RIGHTS-UGANDA: 'Our Mission is To End Impunity' - Moreno Ocampo
On a visit to Uganda, Luis Moreno Ocampo, prosecutor for the International Criminal Court (ICC) has again called for joint action by governments in the region to arrest the top commanders of Ugandan rebel group, the Lord's Resistance Army (LRA).
The ICC prosecutor insists all parties to the Rome Statute in the Great Lakes region have an obligation to arrest LRA leader Joseph Kony, who has been operating in the DRC and the Central African Republic since abandoning peace talks in April 2008. Uganda, the DRC and the CAR are all members of the ICC.
'I think it is important to put him on trial, not to kill him. It is important to put him on trial and expose his crimes in northern Uganda. He has committed the same crimes for 22 years. It is time to stop him,' said Moreno Ocampo.
The ICC issued arrest warrants against four LRA commanders in 2005. Kony faces 33 counts of crime against humanity and war crimes including, murder, sexual enslavement, rape and forced enlisting of children.
Moreno Ocampo arrived in Uganda on Saturday from the DRC, where he had met with local communities in the conflict-torn province of Ituri. In Bunia, Moreno Ocampo told Congolese, 'We are prosecuting those most responsible for the crimes committed in Ituri, but our mission is also to end impunity to prevent the commission of future crimes.'
The trial of former DRC militia leader Thomas Lubanga Dyilo for war crimes is currently taking place in the Hague, and two others, Germain Katanga and Mathieu Ngudjolo, are expected to appear in court in September.
Uganda's LRA leaders have been moving between DRC and CAR for a little over a year, since they were expelled from South Sudan shortly after the breakdown in talks mediated by Southern Sudanese vice president Riek Machar and former Mozambican president Joachim Chissano.
At one point during those negotiations, the Ugandan government attempted to have the ICC warrants withdrawn. They were upheld, and the warrants have been blamed in some circles in Uganda and abroad for the last-minute failure of the Juba peace process.
Moreno Ocampo said these claims are baseless, arguing that Kony used the time afforded by the peace talks to regroup and re-arm his forces.

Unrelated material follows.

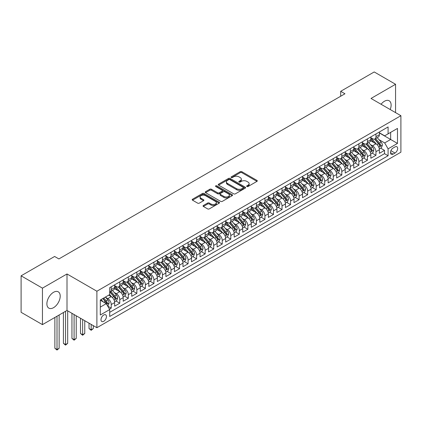 <?xml version="1.0" encoding="UTF-8"?>
<svg xmlns="http://www.w3.org/2000/svg" width="422" height="422" viewBox="0 0 422 422"><rect width="100%" height="100%" fill="white"/><g stroke="black" fill="none" stroke-linecap="round" stroke-linejoin="round"><path stroke-width="0.63" d="M246.87 186.524A0.828 0.48 0 0 0 248.041 186.524L256.951 181.381A1.187 0.686 0 0 0 257.293 180.896A1.187 0.686 0 0 0 256.951 180.41L241.859 171.701A1.187 0.686 0 0 0 240.187 171.701L231.277 176.844A0.828 0.48 0 0 0 231.034 177.182A0.828 0.48 0 0 0 231.277 177.52A0.828 0.48 0 0 0 232.453 177.52L233.603 176.855A3.793 2.189 0 0 1 238.968 176.855L240.229 177.583A3.793 2.189 0 0 1 241.337 179.128A3.793 2.189 0 0 1 240.229 180.679L239.074 181.344A0.828 0.48 0 0 0 238.831 181.682A0.828 0.48 0 0 0 239.074 182.019A0.828 0.48 0 0 0 240.245 182.019L241.4 181.355A3.793 2.189 0 0 1 246.764 181.355L248.02 182.082A3.793 2.189 0 0 1 249.133 183.633A3.793 2.189 0 0 1 248.02 185.179L246.87 185.844A0.828 0.48 0 0 0 246.627 186.181A0.828 0.48 0 0 0 246.87 186.524L246.87 185.844M53.552 307.67A9.421 5.439 120 0 0 59.702 299.372A9.421 5.439 120 0 0 58.262 291.824A9.421 5.439 120 0 0 53.552 292.288A9.421 5.439 120 0 0 47.396 300.591A9.421 5.439 120 0 0 48.841 308.139A9.421 5.439 120 0 0 53.552 307.67M390.197 109.53A9.421 5.439 120 0 0 389.174 100.774A9.421 5.439 120 0 0 384.463 101.238A9.421 5.439 120 0 0 381.077 104.26M103.722 321.306A3.867 2.231 120 0 0 106.244 317.898A3.867 2.231 120 0 0 105.653 314.801A3.867 2.231 120 0 0 103.722 314.991A3.867 2.231 120 0 0 101.196 318.399A3.867 2.231 120 0 0 101.786 321.495A3.867 2.231 120 0 0 103.722 321.306M203.388 205.482A1.187 0.686 0 0 0 203.04 205.962A1.187 0.686 0 0 0 203.388 206.448L207.619 208.89A1.187 0.686 0 0 0 209.296 208.89L219.187 203.182A1.187 0.686 0 0 0 219.535 202.697A1.187 0.686 0 0 0 219.187 202.212L204.1 193.503A1.187 0.686 0 0 0 202.423 193.503L192.532 199.216A1.187 0.686 0 0 0 192.184 199.696A1.187 0.686 0 0 0 192.532 200.181L197.644 203.135A1.187 0.686 0 0 0 199.321 203.135L203.552 200.687A1.187 0.686 0 0 0 203.9 200.207A1.187 0.686 0 0 0 203.552 199.722L201.02 198.256A3.17 1.83 0 0 1 200.091 196.963A3.17 1.83 0 0 1 202.048 195.27A3.17 1.83 0 0 1 205.503 195.671L215.436 201.405A3.17 1.83 0 0 1 216.365 202.697A3.17 1.83 0 0 1 214.408 204.39A3.17 1.83 0 0 1 210.953 203.995L209.296 203.035A1.187 0.686 0 0 0 207.619 203.035L203.388 205.482L203.388 206.448M67.003 273.973L42.448 288.147L21.1 275.819L21.1 312.306L42.448 324.629L67.003 310.455L96.891 327.715L96.891 291.227L67.003 273.973L67.003 310.455M395.562 112.627L395.562 84.279L371.012 98.453L400.9 115.707L96.891 291.227M395.562 84.279L374.214 71.951L340.696 91.305L340.696 96.232M21.1 275.819L54.617 256.47L58.89 258.934L344.964 93.768L340.696 91.305M233.688 193.84A1.187 0.686 0 0 0 235.365 193.84L245.256 188.133A1.187 0.686 0 0 0 245.604 187.648A1.187 0.686 0 0 0 245.256 187.162L230.169 178.453A1.187 0.686 0 0 0 228.492 178.453L218.601 184.161A1.187 0.686 0 0 0 218.253 184.646A1.187 0.686 0 0 0 218.601 185.131L233.688 193.84M216.038 186.703A0.828 0.48 0 0 1 216.882 186.819L216.882 185.833L232.221 194.69A1.187 0.686 0 0 1 232.569 195.175A1.187 0.686 0 0 1 232.221 195.655L222.331 201.368A1.187 0.686 0 0 1 220.653 201.368L205.567 192.659L205.567 191.688A1.187 0.686 0 0 0 205.219 192.174A1.187 0.686 0 0 0 205.567 192.659M205.567 191.688L209.797 189.246A1.187 0.686 0 0 1 211.475 189.246L217.594 192.775A1.187 0.686 0 0 0 219.271 192.775L222.077 191.155A1.187 0.686 0 0 0 222.426 190.67A1.187 0.686 0 0 0 222.077 190.19L215.711 186.508A0.828 0.48 0 0 1 215.463 186.171A0.828 0.48 0 0 1 215.98 185.727A0.828 0.48 0 0 1 216.882 185.833M109.462 309.162L111.234 308.139L107.694 306.092M105.674 297.383L107.821 298.623A4.832 2.79 60 0 1 111.234 304.542L114.652 302.569L114.652 306.166L119.774 303.207L115.892 300.965M114.214 292.457L116.361 293.691A4.832 2.79 60 0 1 119.774 299.609L123.192 297.637L123.192 301.234L128.314 298.28L124.432 296.033M122.755 287.524L124.901 288.764A4.832 2.79 60 0 1 128.314 294.677L131.733 292.71L131.733 296.307L136.855 293.348L132.967 291.106M131.295 282.592L133.436 283.832A4.832 2.79 60 0 1 136.855 289.75L140.273 287.778L140.273 291.375L145.395 288.416L141.507 286.174M139.835 277.665L141.977 278.9A4.832 2.79 60 0 1 145.395 284.818L148.808 282.846L148.808 286.448L153.935 283.489L150.047 281.242M148.375 272.733L150.517 273.973A4.832 2.79 60 0 1 153.935 279.886L157.348 277.919L157.348 281.516L162.475 278.557L158.588 276.315M156.915 267.801L159.057 269.041A4.832 2.79 60 0 1 162.475 274.959L165.888 272.987L165.888 276.584L171.015 273.625L167.128 271.383M165.456 262.874L167.597 264.114A4.832 2.79 60 0 1 171.015 270.027L174.428 268.054L174.428 271.657L179.55 268.698L175.668 266.451M173.991 257.942L176.138 259.182A4.832 2.79 60 0 1 179.55 265.095L182.969 263.128L182.969 266.725L188.091 263.766L184.208 261.524M182.531 253.015L184.678 254.25A4.832 2.79 60 0 1 188.091 260.168L191.509 258.195L191.509 261.793L196.631 258.834L192.748 256.592M191.071 248.083L193.218 249.323A4.832 2.79 60 0 1 196.631 255.236L200.049 253.263L200.049 256.866L205.171 253.907L201.289 251.665M199.611 243.151L201.758 244.391A4.832 2.79 60 0 1 205.171 250.304L208.589 248.336L208.589 251.934L213.711 248.975L209.824 246.733M208.151 238.224L210.293 239.459A4.832 2.79 60 0 1 213.711 245.377L217.13 243.404L217.13 247.002L222.252 244.043L218.364 241.801M216.692 233.292L218.833 234.532A4.832 2.79 60 0 1 222.252 240.445L225.665 238.472L225.665 242.075L230.792 239.116L226.904 236.874M225.232 228.36L227.374 229.6A4.832 2.79 60 0 1 230.792 235.518L234.205 233.545L234.205 237.143L239.332 234.184L235.444 231.942M233.772 223.433L235.914 224.668A4.832 2.79 60 0 1 239.332 230.586L242.745 228.613L242.745 232.211L247.872 229.257L243.985 227.01M242.312 218.501L244.454 219.741A4.832 2.79 60 0 1 247.872 225.654L251.285 223.681L251.285 227.284L256.407 224.325L252.525 222.083M250.847 213.569L252.994 214.809A4.832 2.79 60 0 1 256.407 220.727L259.825 218.754L259.825 222.352L264.947 219.393L261.065 217.151M259.388 208.642L261.534 209.876A4.832 2.79 60 0 1 264.947 215.795L268.366 213.822L268.366 217.42L273.488 214.466L269.605 212.219M267.928 203.71L270.075 204.95A4.832 2.79 60 0 1 273.488 210.863L276.906 208.89L276.906 212.493L282.028 209.534L278.14 207.292M276.468 198.778L278.615 200.017A4.832 2.79 60 0 1 282.028 205.936L285.446 203.963L285.446 207.561L290.568 204.601L286.68 202.36M285.008 193.851L287.15 195.085A4.832 2.79 60 0 1 290.568 201.004L293.986 199.031L293.986 202.629L299.108 199.675L295.221 197.427M293.548 188.919L295.69 190.158A4.832 2.79 60 0 1 299.108 196.072L302.521 194.099L302.521 197.702L307.649 194.742L303.761 192.501M302.089 183.987L304.23 185.226A4.832 2.79 60 0 1 307.649 191.145L311.061 189.172L311.061 192.77L316.189 189.81L312.301 187.568M310.629 179.06L312.771 180.294A4.832 2.79 60 0 1 316.189 186.213L319.602 184.24L319.602 187.837L324.729 184.883L320.841 182.636M319.169 174.128L321.311 175.367A4.832 2.79 60 0 1 324.729 181.281L328.142 179.308L328.142 182.911L333.264 179.951L329.382 177.709M327.704 169.196L329.851 170.435A4.832 2.79 60 0 1 333.264 176.354L336.682 174.381L336.682 177.978L341.804 175.019L337.922 172.777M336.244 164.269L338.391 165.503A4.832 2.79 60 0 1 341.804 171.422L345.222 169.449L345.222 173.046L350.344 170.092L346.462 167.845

Responding to Moreno Ocampo, Uganda's minister for international affairs, Henry Okello Oryem, announced that the LRA leader and his indicted colleagues were no longer eligible for trial in Ugandan courts after they refused to sign the peace agreement in Southern Sudanese capital Juba.
'Mato Oput (a traditional reconciliation system amongst the Acholi in northern Uganda) does not apply for them now because they refused peace. If Kony or any other indicted commander is arrested within the Republic of Uganda now, he will be handed over immediately to The Hague. Similarly if he is caught in the (Democratic Republic of) Congo, Congo has the obligation to hand him over to the Hague.'
The Ugandan government - assisted by the U.S. and other forces in the region - has attempted to capture the LRA rebels without success. One of the raids, in February, triggered violent attacks on civilians in northeastern DRC by the LRA.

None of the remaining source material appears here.